Contrastive Learning of English Language and Crystal Graphs for Multimodal Representation of Materials Knowledge
This work addresses the problem of data scarcity and lack of semantic supervision for crystals in materials science, enabling more effective AI applications for materials design.
The paper tackles the challenge of integrating textual knowledge with crystal structures for AI-driven materials design by introducing a contrastive language-crystals model (CLaC) pre-trained on 126k synthetic crystal structure-text pairs, achieving state-of-the-art zero-shot generalization performance in understanding crystal structures.

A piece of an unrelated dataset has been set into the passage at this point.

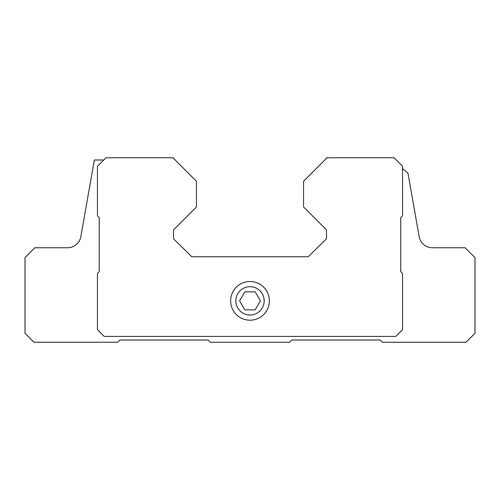 <?xml version="1.0" encoding="UTF-8"?>
<svg xmlns="http://www.w3.org/2000/svg" width="500" height="500" viewBox="0 0 500 500"><rect width="100%" height="100%" fill="white"/><g stroke="black" fill="none" stroke-linecap="round" stroke-linejoin="round"><path stroke-width="0.75" d="M244.806 309.85L255.194 309.85L260.394 300.85L255.194 291.85L244.806 291.85L239.606 300.85L244.806 309.85M235.825 300.85A14.175 14.175 0 0 0 257.087 313.125A14.175 14.175 0 0 0 257.087 288.575A14.175 14.175 0 0 0 235.825 300.85M103.75 160L94.356 160L80.85 236.594A13.5 13.5 0 0 1 67.55 247.75L34.9 247.75L25 257.65L25 333.25L34 342.25L117.7 342.25L119.95 340L208.15 340L210.4 342.25L289.6 342.25L291.85 340L380.05 340L382.3 342.25L466 342.25L475 333.25L475 257.65L465.1 247.75L432.45 247.75A13.5 13.5 0 0 1 419.15 236.594L407.969 173.162L402.55 168.619M175.162 160L173.5 158.338L173.5 157.75L106 157.75L97.45 166.3L97.45 215.8L99.25 217.6L99.25 271.6L97.45 273.4L97.45 329.65L104.2 336.4L395.8 336.4L402.55 329.65L402.55 273.4L400.75 271.6L400.75 217.6L402.55 215.8L402.55 166.3L394 157.75L326.5 157.75L326.5 158.338L324.837 160M326.5 158.338L303.55 181.287L303.55 206.938L326.5 229.887L326.5 238.75L308.231 256.75L191.769 256.75L173.5 238.75L173.5 229.887L196.45 206.938L196.45 181.287L173.5 158.338M230.65 300.85A19.35 19.35 0 0 0 259.675 317.606A19.35 19.35 0 0 0 259.675 284.094A19.35 19.35 0 0 0 230.65 300.85"/></g></svg>

Artificial intelligence (AI) is increasingly used for the inverse design of materials, such as crystals and molecules. Existing AI research on molecules has integrated chemical structures of molecules with textual knowledge to adapt to complex instructions. However, this approach has been unattainable for crystals due to data scarcity from the biased distribution of investigated crystals and the lack of semantic supervision in peer-reviewed literature. In this work, we introduce a contrastive language-crystals model (CLaC) pre-trained on a newly synthesized dataset of 126k crystal structure-text pairs. To demonstrate the advantage of using synthetic data to overcome data scarcity, we constructed a comparable dataset extracted from academic papers. We evaluate CLaC's generalization ability through various zero-shot cross-modal tasks and downstream applications. In experiments, CLaC achieves state-of-the-art zero-shot generalization performance in understanding crystal structures, surpassing latest large language models.